That marks the lowest level since BNEF began tracking the data in 2009. As a result, batteries are now reshaping how power systems balance renewable energy and meet rising electricity demand.
At the same time, solar and wind projects faced cost pressures. Supply chain constraints, weaker resource quality in some regions, and policy reforms in mainland China pushed up benchmark costs. However, despite these short-term headwinds, BNEF expects long-term clean energy costs to continue declining through 2035.

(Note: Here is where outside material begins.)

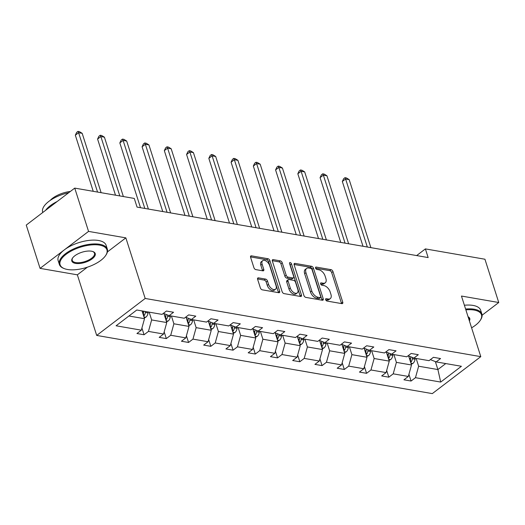 <?xml version="1.0" encoding="UTF-8"?>
<svg xmlns="http://www.w3.org/2000/svg" width="525" height="525" viewBox="0 0 525 525"><rect width="100%" height="100%" fill="white"/><g stroke="black" fill="none" stroke-linecap="round" stroke-linejoin="round"><path stroke-width="0.79" d="M325.658 299.703A1.385 0.794 52.7 0 0 327.016 301.061L341.893 303.64A1.975 1.135 52.7 0 0 342.549 303.516A1.975 1.135 52.7 0 0 342.753 302.183L332.988 271.596A1.975 1.135 52.7 0 0 331.045 269.653L316.168 267.074A1.385 0.794 52.7 0 0 315.709 267.159A1.385 0.794 52.7 0 0 315.571 268.091A1.385 0.794 52.7 0 0 316.929 269.45L318.852 269.784A6.326 3.636 52.7 0 1 325.073 275.999L325.887 278.552A6.326 3.636 52.7 0 1 325.238 282.804A6.326 3.636 52.7 0 1 323.137 283.211L321.215 282.877A1.385 0.794 52.7 0 0 320.755 282.968A1.385 0.794 52.7 0 0 320.618 283.894A1.385 0.794 52.7 0 0 321.976 285.259L323.899 285.587A6.326 3.636 52.7 0 1 330.113 291.802L330.927 294.354A6.326 3.636 52.7 0 1 330.284 298.607A6.326 3.636 52.7 0 1 328.184 299.014L326.261 298.679A1.385 0.794 52.7 0 0 325.802 298.771A1.385 0.794 52.7 0 0 325.658 299.703M258.477 277.863A1.975 1.135 52.7 0 0 257.821 277.988A1.975 1.135 52.7 0 0 257.624 279.32L260.361 287.897A1.975 1.135 52.7 0 0 262.303 289.839L278.821 292.707A1.975 1.135 52.7 0 0 279.477 292.576A1.975 1.135 52.7 0 0 279.681 291.25L269.916 260.656A1.975 1.135 52.7 0 0 267.973 258.72L251.455 255.852A1.975 1.135 52.7 0 0 250.799 255.977A1.975 1.135 52.7 0 0 250.596 257.309L253.91 267.678A1.975 1.135 52.7 0 0 255.852 269.62L262.92 270.841A1.975 1.135 52.7 0 0 263.576 270.716A1.975 1.135 52.7 0 0 263.78 269.384L262.139 264.246A5.289 3.038 52.7 0 1 262.677 260.689A5.289 3.038 52.7 0 1 266.438 261.24A5.289 3.038 52.7 0 1 269.627 265.545L276.052 285.685A5.289 3.038 52.7 0 1 275.513 289.242A5.289 3.038 52.7 0 1 271.753 288.691A5.289 3.038 52.7 0 1 268.564 284.386L267.494 281.026A1.975 1.135 52.7 0 0 265.552 279.083L258.477 277.863L257.526 278.585M125.849 237.864L88.554 231.4L74.74 188.114L26.25 225.081L40.064 268.367L77.359 274.831L96.698 335.429L145.189 298.463L125.849 237.864L107.408 251.921M482.094 315.21L498.75 302.512L461.455 296.048L480.795 356.646L145.189 298.463M498.75 302.512L484.936 259.232L425.388 248.902L416.653 255.57M74.74 188.114L134.282 198.437L137.045 207.093L428.151 257.565L425.388 248.902M303.903 295.45A1.975 1.135 52.7 0 0 305.845 297.393L322.363 300.254A1.975 1.135 52.7 0 0 323.019 300.129A1.975 1.135 52.7 0 0 323.223 298.797L313.458 268.209A1.975 1.135 52.7 0 0 311.515 266.267L294.998 263.399A1.975 1.135 52.7 0 0 294.341 263.53A1.975 1.135 52.7 0 0 294.138 264.856L303.903 295.45M300.595 296.481L284.071 293.613A1.975 1.135 52.7 0 1 282.128 291.677L272.37 261.082A1.975 1.135 52.7 0 1 272.567 259.757A1.975 1.135 52.7 0 1 273.223 259.626L280.298 260.853A1.975 1.135 52.7 0 1 282.24 262.795L286.197 275.198A1.975 1.135 52.7 0 0 288.14 277.141L292.832 277.955A1.975 1.135 52.7 0 0 293.488 277.83A1.975 1.135 52.7 0 0 293.685 276.498L289.564 263.583A1.385 0.794 52.7 0 1 289.708 262.651A1.385 0.794 52.7 0 1 290.692 262.795A1.385 0.794 52.7 0 1 291.526 263.924L301.448 295.024A1.975 1.135 52.7 0 1 301.252 296.349A1.975 1.135 52.7 0 1 300.595 296.481M88.554 231.4L40.064 268.367M136.789 310.006L162.035 314.383L166.425 311.036L173.552 312.27L169.162 315.617L184.282 318.235L188.672 314.888L195.805 316.129L191.415 319.476L206.535 322.094L210.925 318.747L218.052 319.988L213.662 323.334L228.782 325.953L233.172 322.606L240.306 323.84L235.915 327.187L251.035 329.812L255.426 326.465L262.553 327.698L258.162 331.045L273.282 333.67L277.673 330.323L284.806 331.557L280.416 334.904L295.536 337.523L299.926 334.176L307.053 335.416L302.662 338.763L317.783 341.381L322.173 338.034L329.306 339.275L324.916 342.622L340.036 345.24L344.426 341.893L351.553 343.127L347.163 346.474L362.283 349.099L366.673 345.752L373.807 346.986L369.416 350.333L384.53 352.958L388.92 349.611L396.053 350.844L391.663 354.191L406.783 356.81L411.173 353.463L418.307 354.703L413.917 358.05L429.03 360.668L433.42 357.322L440.554 358.562L436.163 361.909L461.409 366.279L440.705 382.069L415.459 377.692L411.068 381.038L403.935 379.805L408.325 376.458L393.212 373.833L388.822 377.18L381.688 375.946L386.078 372.599L370.958 369.974L366.568 373.321L359.435 372.087L363.825 368.74L348.712 366.122L344.321 369.469L337.188 368.228L341.578 364.882L326.458 362.263L322.068 365.61L314.934 364.37L319.325 361.023L304.211 358.404L299.821 361.751L292.688 360.517L297.078 357.171L281.958 354.546L277.567 357.892L270.434 356.659L274.824 353.312L259.711 350.687L255.321 354.04L248.187 352.8L252.577 349.453L237.457 346.835L233.067 350.182L225.94 348.941L230.324 345.594L215.211 342.976L210.82 346.323L203.687 345.089L208.077 341.736L192.957 339.117L188.567 342.464L181.44 341.23L185.83 337.883L170.71 335.258L166.32 338.605L159.187 337.372L163.577 334.025L148.457 331.406L144.067 334.753L136.94 333.513L141.33 330.166L116.084 325.789L136.789 310.006M96.698 335.429L432.305 393.612L480.795 356.646M163.885 313.543L166.76 322.553L151.64 319.935L149.159 312.145M151.64 319.935L148.457 331.406M166.76 322.553L163.577 334.025M163.387 313.346L169.162 315.617M186.132 317.402L189.013 326.412L173.893 323.794L171.406 316.004M173.893 323.794L170.71 335.258M189.013 326.412L185.83 337.883M185.64 317.205L191.415 319.476M208.386 321.254L211.26 330.271L196.14 327.652L193.659 319.863M196.14 327.652L192.957 339.117M211.26 330.271L208.077 341.736M207.887 321.064L213.662 323.334M230.632 325.113L233.513 334.13L218.393 331.505L215.906 323.722M218.393 331.505L215.211 342.976M233.513 334.13L230.324 345.594M230.14 324.916L235.915 327.187M252.886 328.972L255.76 337.988L240.64 335.363L238.16 327.58M240.64 335.363L237.457 346.835M255.76 337.988L252.577 349.453M252.387 328.775L258.162 331.045M275.133 332.83L278.014 341.841L262.894 339.222L260.407 331.433M262.894 339.222L259.711 350.687M278.014 341.841L274.824 353.312M274.641 332.633L280.416 334.904M297.386 336.689L300.261 345.699L285.141 343.081L282.66 335.291M285.141 343.081L281.958 354.546M300.261 345.699L297.078 357.171M296.887 336.492L302.662 338.763M319.633 340.541L322.507 349.558L307.394 346.94L304.907 339.15M307.394 346.94L304.211 358.404M322.507 349.558L319.325 361.023M319.141 340.351L324.916 342.622M341.887 344.4L344.761 353.417L329.641 350.792L327.154 343.009M329.641 350.792L326.458 362.263M344.761 353.417L341.578 364.882M341.388 344.203L347.163 346.474M364.133 348.259L367.008 357.276L351.894 354.651L349.407 346.867M351.894 354.651L348.712 366.122M367.008 357.276L363.825 368.74M363.641 348.062L369.416 350.333M386.387 352.117L389.261 361.128L374.141 358.509L371.654 350.72M374.141 358.509L370.958 369.974M389.261 361.128L386.078 372.599M385.888 351.921L391.663 354.191M408.634 355.976L411.508 364.987L396.395 362.368L393.908 354.578M396.395 362.368L393.212 373.833M411.508 364.987L408.325 376.458M408.142 355.779L413.917 358.05M435.35 361.587L437.896 369.561L418.642 366.227L416.154 358.437M418.642 366.227L415.459 377.692M440.705 382.069L437.896 369.561L445.758 363.569M128.927 315.998L144.513 318.701L142.026 310.912M430.388 359.638L436.163 361.909M144.513 318.701L141.33 330.166M408.923 374.312L411.068 381.038M386.669 370.453L388.822 377.18M364.422 366.601L366.568 373.321M342.175 362.742L344.321 369.469M319.922 358.883L322.068 365.61M297.675 355.025L299.821 361.751M275.422 351.166L277.567 357.892M253.175 347.314L255.321 354.04M230.921 343.455L233.067 350.182M208.674 339.596L210.82 346.323M186.421 335.738L188.567 342.464M164.174 331.879L166.32 338.605M141.921 328.027L144.067 334.753M77.359 274.831L87.399 267.179M325.697 299.808L326.872 300.018A6.326 3.636 52.7 0 0 328.972 299.604L330.284 298.607M325.238 282.804L323.932 283.802A6.326 3.636 52.7 0 1 321.832 284.209L320.65 284.005M341.526 303.575A1.975 1.135 52.7 0 0 341.44 303.181L331.675 272.593A1.975 1.135 52.7 0 0 329.733 270.651L315.61 268.203M321.996 300.188A1.975 1.135 52.7 0 0 321.91 299.795L312.145 269.207A1.975 1.135 52.7 0 0 310.203 267.264L294.053 264.462M320.066 297.609A1.385 0.794 52.7 0 0 320.526 297.517A1.385 0.794 52.7 0 0 320.663 296.586L312.093 269.738A1.385 0.794 52.7 0 0 310.734 268.38L308.707 268.026A6.326 3.636 52.7 0 0 306.607 268.433A6.326 3.636 52.7 0 0 305.963 272.685L311.817 291.04A6.326 3.636 52.7 0 0 318.032 297.255L320.066 297.609L318.754 298.607A1.385 0.794 52.7 0 0 319.213 298.515L320.526 297.517M306.607 268.433L305.294 269.43A6.326 3.636 52.7 0 0 304.651 273.689L305.963 272.685M318.754 298.607L316.726 298.252A6.326 3.636 52.7 0 1 310.505 292.038L304.651 273.689M272.278 260.689L278.985 261.85L280.298 260.853M293.488 277.83L292.176 278.827A1.975 1.135 52.7 0 1 291.519 278.952L286.827 278.145A1.975 1.135 52.7 0 1 284.885 276.202L280.928 263.793A1.975 1.135 52.7 0 0 278.985 261.85M300.228 296.415A1.975 1.135 52.7 0 0 300.142 296.021L290.213 264.922A1.385 0.794 52.7 0 0 289.734 264.108M290.305 288.074A5.289 3.038 52.7 0 0 293.495 292.379A5.289 3.038 52.7 0 0 297.255 292.93A5.289 3.038 52.7 0 0 297.793 289.373L295.529 282.279A1.975 1.135 52.7 0 0 293.587 280.337L288.901 279.523A1.975 1.135 52.7 0 0 288.245 279.648A1.975 1.135 52.7 0 0 288.041 280.98L290.305 288.074L288.993 289.072A5.289 3.038 52.7 0 0 292.189 293.377A5.289 3.038 52.7 0 0 295.949 293.928L297.255 292.93M288.245 279.648L286.932 280.645A1.975 1.135 52.7 0 0 286.729 281.978L288.041 280.98M288.993 289.072L286.729 281.978M275.513 289.242L274.207 290.24A5.289 3.038 52.7 0 1 270.447 289.688A5.289 3.038 52.7 0 1 267.251 285.383L266.182 282.03A1.975 1.135 52.7 0 0 264.239 280.088L257.532 278.926M262.677 260.689L261.365 261.686A5.289 3.038 52.7 0 0 260.827 265.243L262.139 264.246M262.553 270.782A1.975 1.135 52.7 0 0 262.467 270.388L260.827 265.243M278.46 292.642A1.975 1.135 52.7 0 0 278.368 292.248L268.61 261.66A1.975 1.135 52.7 0 0 266.667 259.717L250.51 256.915M411.252 364.173L412.873 363.471A5.335 3.714 -80.2 0 0 415.052 359.238L415.177 358.267M370.88 247.636L349.171 179.609L345.608 178.992L342.333 181.493L363.005 246.271M410.688 362.408L411.082 362.04A5.335 3.714 -80.2 0 0 412.342 358.765L412.506 357.492M410.839 356.842L410.629 358.47A5.335 3.714 99.8 0 1 410.077 360.498M342.333 181.493L343.665 178.677L344.977 177.68L345.608 178.992L367.316 247.012M344.977 177.68L346.402 177.923L349.171 179.609M471.594 327.817A24.57 10.592 162.3 0 0 480.165 320.493A24.57 10.592 162.3 0 0 474.049 310.045A24.57 10.592 162.3 0 0 465.859 309.848M465.603 309.048A25.18 10.854 -17.7 0 1 474.272 309.225A25.18 10.854 -17.7 0 1 481.878 314.062A25.18 10.854 -17.7 0 1 480.539 319.928L480.165 320.493M464.389 305.242A25.18 10.854 -17.7 0 1 473.058 305.419A25.18 10.854 -17.7 0 1 480.664 310.249L481.878 314.062M468.057 316.752A12.285 5.296 -17.7 0 1 469.389 320.913M468.996 319.686A11.681 5.033 162.3 0 0 469.022 318.163A11.681 5.033 162.3 0 0 468.123 316.942M67.528 269.489A24.57 10.592 162.3 0 0 105.623 255.563A24.57 10.592 162.3 0 0 99.507 245.109A24.57 10.592 162.3 0 0 67.738 253.122A24.57 10.592 162.3 0 0 64.49 268.688A24.57 10.592 162.3 0 0 67.528 269.489M64.49 268.688L63.86 268.446A25.18 10.854 -17.7 0 1 59.364 264.436A25.18 10.854 -17.7 0 1 72.122 249.644A25.18 10.854 -17.7 0 1 99.73 244.296A25.18 10.854 -17.7 0 1 107.336 249.126A25.18 10.854 -17.7 0 1 105.998 254.999L105.623 255.563M75.521 263.392A12.285 5.296 -17.7 0 1 72.463 258.169A12.285 5.296 -17.7 0 1 91.514 251.206A12.285 5.296 -17.7 0 1 93.03 251.606A12.285 5.296 -17.7 0 1 91.409 259.389A12.285 5.296 -17.7 0 1 75.521 263.392M72.667 257.887A11.681 5.033 162.3 0 0 72.22 260.334A11.681 5.033 162.3 0 0 75.751 262.579A11.681 5.033 162.3 0 0 88.561 260.092A11.681 5.033 162.3 0 0 94.48 253.227A11.681 5.033 162.3 0 0 92.702 251.495M59.364 264.436L58.15 260.63A25.18 10.854 -17.7 0 1 70.908 245.838A25.18 10.854 -17.7 0 1 98.516 240.483A25.18 10.854 -17.7 0 1 106.122 245.319L107.336 249.126M50.164 200.445A18.126 7.816 -17.7 0 1 70.357 191.454M45.577 210.348A25.18 10.854 -17.7 0 1 57.159 201.521M42.781 212.474L42.683 212.152A25.18 10.854 -17.7 0 1 68.683 192.734M388.999 360.321L390.626 359.612A5.335 3.714 -80.2 0 0 392.805 355.379L392.93 354.408M348.633 243.777L326.924 175.757L323.361 175.133L320.079 177.634L340.758 242.412M388.434 358.549L388.828 358.181A5.335 3.714 -80.2 0 0 390.095 354.913L390.259 353.64M388.592 352.984L388.382 354.611A5.335 3.714 99.8 0 1 387.831 356.639M320.079 177.634L321.418 174.818L322.724 173.821L323.361 175.133L345.069 243.16M322.724 173.821L324.155 174.07L326.924 175.757M366.752 356.462L368.373 355.76A5.335 3.714 -80.2 0 0 370.552 351.52L370.676 350.556M326.386 239.918L304.677 171.898L301.107 171.281L297.832 173.775L318.504 238.553M366.188 354.69L366.581 354.322A5.335 3.714 -80.2 0 0 367.841 351.054L368.005 349.781M366.338 349.125L366.135 350.759A5.335 3.714 99.8 0 1 365.577 352.78M297.832 173.775L299.165 170.96L300.477 169.962L301.107 171.281L322.816 239.302M300.477 169.962L301.901 170.212L304.677 171.898M344.498 352.603L346.126 351.901A5.335 3.714 -80.2 0 0 348.305 347.668L348.429 346.697M304.132 236.06L282.424 168.039L278.86 167.423L275.579 169.916L296.257 234.695M343.934 350.838L344.328 350.47A5.335 3.714 -80.2 0 0 345.594 347.196L345.758 345.923M344.092 345.266L343.882 346.9A5.335 3.714 99.8 0 1 343.33 348.928M275.579 169.916L276.918 167.107L278.224 166.103L278.86 167.423L300.569 235.443M278.224 166.103L279.654 166.353L282.424 168.039M322.252 348.744L323.879 348.042A5.335 3.714 -80.2 0 0 326.051 343.809L326.176 342.838M281.886 232.201L260.177 164.181L256.607 163.564L253.332 166.064L274.004 230.836M321.687 346.979L322.081 346.612A5.335 3.714 -80.2 0 0 323.341 343.337L323.505 342.064M321.845 341.414L321.635 343.042A5.335 3.714 99.8 0 1 321.077 345.069M253.332 166.064L254.664 163.249L255.977 162.251L256.607 163.564L278.316 231.584M255.977 162.251L257.401 162.494L260.177 164.181M300.005 344.892L301.626 344.183A5.335 3.714 -80.2 0 0 303.804 339.951L303.929 338.979M259.632 228.349L237.923 160.322L234.36 159.705L231.085 162.205L251.757 226.984M299.44 343.12L299.834 342.753A5.335 3.714 -80.2 0 0 301.094 339.478L301.258 338.212M299.591 337.555L299.381 339.183A5.335 3.714 99.8 0 1 298.83 341.211M231.085 162.205L232.418 159.39L233.73 158.393L234.36 159.705L256.069 227.725M233.73 158.393L235.154 158.635L237.923 160.322M277.751 341.033L279.379 340.325A5.335 3.714 -80.2 0 0 281.551 336.092L281.676 335.121M237.385 224.49L215.677 156.47L212.107 155.846L208.832 158.347L229.504 223.125M277.187 339.262L277.581 338.894A5.335 3.714 -80.2 0 0 278.841 335.626L279.005 334.353M277.344 333.697L277.134 335.324A5.335 3.714 99.8 0 1 276.577 337.352M208.832 158.347L210.164 155.531L211.477 154.534L212.107 155.846L233.815 223.873M211.477 154.534L212.901 154.783L215.677 156.47M255.504 337.175L257.125 336.473A5.335 3.714 -80.2 0 0 259.304 332.233L259.429 331.268M215.132 220.631L193.423 152.611L189.86 151.994L186.585 154.488L207.257 219.266M254.94 335.403L255.334 335.035A5.335 3.714 -80.2 0 0 256.594 331.767L256.758 330.494M255.091 329.838L254.881 331.472A5.335 3.714 99.8 0 1 254.33 333.5M186.585 154.488L187.917 151.673L189.23 150.675L189.86 151.994L211.568 220.014M189.23 150.675L190.654 150.924L193.423 152.611M233.251 333.316L234.878 332.614A5.335 3.714 -80.2 0 0 237.051 328.381L237.175 327.41M192.885 216.773L171.176 148.752L167.606 148.135L164.332 150.629L185.003 215.407M232.687 331.551L233.08 331.183A5.335 3.714 -80.2 0 0 234.34 327.908L234.504 326.635M232.844 325.979L232.634 327.613A5.335 3.714 99.8 0 1 232.076 329.641M164.332 150.629L165.664 147.82L166.976 146.816L167.606 148.135L189.315 216.156M166.976 146.816L168.4 147.066L171.176 148.752M211.004 329.457L212.625 328.755A5.335 3.714 -80.2 0 0 214.804 324.522L214.928 323.551M170.632 212.92L148.923 144.893L145.359 144.277L142.085 146.777L162.757 211.549M210.44 327.692L210.833 327.324A5.335 3.714 -80.2 0 0 212.093 324.05L212.257 322.777M210.591 322.127L210.381 323.754A5.335 3.714 99.8 0 1 209.829 325.782M142.085 146.777L143.417 143.962L144.729 142.964L145.359 144.277L167.068 212.297M144.729 142.964L146.153 143.207L148.923 144.893M188.751 325.605L190.378 324.896A5.335 3.714 -80.2 0 0 192.55 320.663L192.675 319.692M148.385 209.062L126.676 141.035L123.106 140.418L119.831 142.918L140.503 207.697M188.186 323.833L188.58 323.466A5.335 3.714 -80.2 0 0 189.847 320.191L190.004 318.924M188.344 318.268L188.134 319.896A5.335 3.714 99.8 0 1 187.576 321.923M119.831 142.918L121.163 140.103L122.476 139.105L123.106 140.418L144.815 208.445M122.476 139.105L123.907 139.348L126.676 141.035M166.504 321.746L168.125 321.044A5.335 3.714 -80.2 0 0 170.303 316.805L170.428 315.833M123.368 196.547L104.422 137.183L100.859 136.559L97.584 139.059L115.493 195.182M165.939 319.974L166.333 319.607A5.335 3.714 -80.2 0 0 167.593 316.339L167.757 315.066M166.09 314.409L165.88 316.037A5.335 3.714 99.8 0 1 165.329 318.065M97.584 139.059L98.917 136.244L100.229 135.247L100.859 136.559L119.805 195.93M100.229 135.247L101.653 135.496L104.422 137.183M144.25 317.887L145.878 317.185A5.335 3.714 -80.2 0 0 148.057 312.946L148.181 311.981M101.122 192.688L82.176 133.324L78.606 132.707L75.331 135.201L93.24 191.323M143.686 316.116L144.08 315.748A5.335 3.714 -80.2 0 0 145.346 312.48L145.471 311.509M143.758 311.213L143.633 312.185A5.335 3.714 99.8 0 1 143.076 314.213M75.331 135.201L76.67 132.385L77.976 131.388L78.606 132.707L97.552 192.071M77.976 131.388L79.406 131.637L82.176 133.324M326.872 300.018L328.184 299.014M320.545 283.388L321.215 282.877M321.832 284.209L323.137 283.211M315.505 267.579L316.168 267.074M329.733 270.651L331.045 269.653M331.675 272.593L332.988 271.596M341.44 303.181L342.753 302.183M325.592 299.191L326.261 298.679M294.046 264.127L294.998 263.399M310.203 267.264L311.515 266.267M312.145 269.207L313.458 268.209M321.91 299.795L323.223 298.797M310.505 292.038L311.817 291.04M316.726 298.252L318.032 297.255M272.272 260.354L273.223 259.626M280.928 263.793L282.24 262.795M284.885 276.202L286.197 275.198M286.827 278.145L288.14 277.141M291.519 278.952L292.832 277.955M290.213 264.922L291.526 263.924M300.142 296.021L301.448 295.024M264.239 280.088L265.552 279.083M266.182 282.03L267.494 281.026M267.251 285.383L268.564 284.386M262.467 270.388L263.78 269.384M250.504 256.581L251.455 255.852M266.667 259.717L267.973 258.72M268.61 261.66L269.916 260.656M278.368 292.248L279.681 291.25M410.937 363.202L412.775 363.517M412.342 358.765L415.052 359.238M409.362 358.253L410.629 358.47M410.353 359.756L411.082 362.04M388.69 359.343L390.528 359.658M390.095 354.913L392.805 355.379M387.109 354.395L388.382 354.611M388.1 355.898L388.828 358.181M366.437 355.484L368.274 355.799M367.841 351.054L370.552 351.52M364.862 350.536L366.135 350.759M365.853 352.045L366.581 354.322M344.19 351.625L346.027 351.947M345.594 347.196L348.305 347.668M342.608 346.677L343.882 346.9M343.599 348.187L344.328 350.47M321.937 347.767L323.774 348.088M323.341 343.337L326.051 343.809M320.362 342.818L321.635 343.042M321.353 344.328L322.081 346.612M299.69 343.914L301.527 344.229M301.094 339.478L303.804 339.951M298.108 338.966L299.381 339.183M299.099 340.469L299.834 342.753M277.443 340.056L279.274 340.371M278.841 335.626L281.551 336.092M275.861 335.108L277.134 335.324M276.852 336.61L277.581 338.894M255.189 336.197L257.027 336.512M256.594 331.767L259.304 332.233M253.608 331.249L254.881 331.472M254.605 332.758L255.334 335.035M232.942 332.338L234.773 332.66M234.34 327.908L237.051 328.381M231.361 327.39L232.634 327.613M232.352 328.899L233.08 331.183M210.689 328.479L212.527 328.801M212.093 324.05L214.804 324.522M209.114 323.531L210.381 323.754M210.105 325.041L210.833 327.324M188.442 324.627L190.273 324.942M189.847 320.191L192.55 320.663M186.861 319.679L188.134 319.896M187.852 321.182L188.58 323.466M166.189 320.768L168.026 321.083M167.593 316.339L170.303 316.805M164.614 315.82L165.88 316.037M165.605 317.323L166.333 319.607M143.942 316.91L145.773 317.231M145.346 312.48L148.057 312.946M142.36 311.962L143.633 312.185M143.351 313.471L144.08 315.748"/></g></svg>

Battery Storage Breaks Records While Solar and Wind Stall
In 2025, battery storage clearly stood out. The $78/MWh benchmark for a four-hour system reflected a steep and rapid decline. Lower battery pack prices, stronger competition among manufacturers, and better system design all helped drive the drop.
By contrast, solar and wind moved in the opposite direction. The global benchmark cost for a fixed-axis solar farm rose 6%, reaching $39/MWh. Onshore wind increased to $40/MWh. Offshore wind climbed sharply to $100/MWh due to tight supply chains and financing challenges.
Thermal power also became more expensive. The levelized cost of electricity (LCOE) for new combined cycle gas turbine (CCGT) plants jumped 16% to $102/MWh — the highest level recorded. Equipment price increases and strong demand for gas turbines, partly fueled by data center expansion, kept costs elevated. Coal plants also faced higher capital expenses.
Yet even with solar and wind costs rising in 2025, BNEF projects that innovation and scale will push prices down again over the next decade. By 2035, the firm expects:
- Solar LCOE to fall 30%
- Battery storage to decline 25%
- Onshore wind to drop 23%
- Offshore wind to decrease 20%
These projections suggest the current cost increases are temporary rather than structural.
China’s Cost Advantage
Wind energy told a more mixed story.
Mainland China retained a cost advantage. However, projects built in lower wind-speed regions pushed up the global benchmark. Onshore wind projects outside mainland China saw a 4% cost decline, but the global average rose 2% due to Chinese market dynamics.
Offshore wind faced deeper challenges. Supply chain bottlenecks increased turbine and installation costs across major markets. In the United Kingdom, recently financed offshore wind projects now cost 69% more than they did five years ago. BNEF expects offshore wind costs to remain elevated until at least 2030.
Still, in the United States, wind power regained its position as the cheapest source of new electricity generation in 2025. Rising gas turbine costs pushed wind ahead of gas for the first time since 2023.
EV Overcapacity Slashes Battery Prices
One major factor behind the storage cost collapse is manufacturing overcapacity in the electric vehicle (EV) sector.
China’s lithium-ion battery production capacity surpassed 2 terawatt-hours in 2024. That was about 60% higher than total battery demand. As a result, manufacturers competed aggressively on price, which benefited grid-scale storage buyers.
Battery pack prices for EVs fell 8% in 2025 to a record low of $108 per kilowatt-hour, according to BNEF’s December survey. Lower pack prices directly reduced the cost of large storage projects. Meanwhile, system-level improvements — including better integration and optimized engineering — improved performance and reduced overall project expenses.
According to Amar Vasdev, senior energy economics associate at BNEF and lead author of the report, manufacturing overcapacity and better system designs are transforming the economics of large energy storage projects. In six markets, the LCOE of a four-hour battery system has already dropped below $100/MWh.
That threshold is critical. At those levels, battery storage becomes highly competitive with fossil fuel peaking plants.
- RELATED: China’s One Month Lithium Battery Energy Storage Installations Beat America’s One Whole Year
Lower Battery Costs Drive Renewables Plus Storage Boom Worldwide
Lower battery costs are accelerating hybrid renewable development. In 2025 alone, developers added 87 gigawatts of co-located solar and storage projects worldwide. These combined systems delivered electricity at an average cost of $57/MWh.
This model solves one of solar’s biggest challenges — intermittency. Batteries allow solar farms to store excess daytime generation and dispatch it later when demand peaks. As storage becomes cheaper, solar-plus-storage projects become more financially attractive and reliable.
BNEF expects annual global energy storage additions to reach 220 GW by 2035, growing at a compound annual rate of nearly 15%. If that projection holds, batteries will become central to grid balancing worldwide.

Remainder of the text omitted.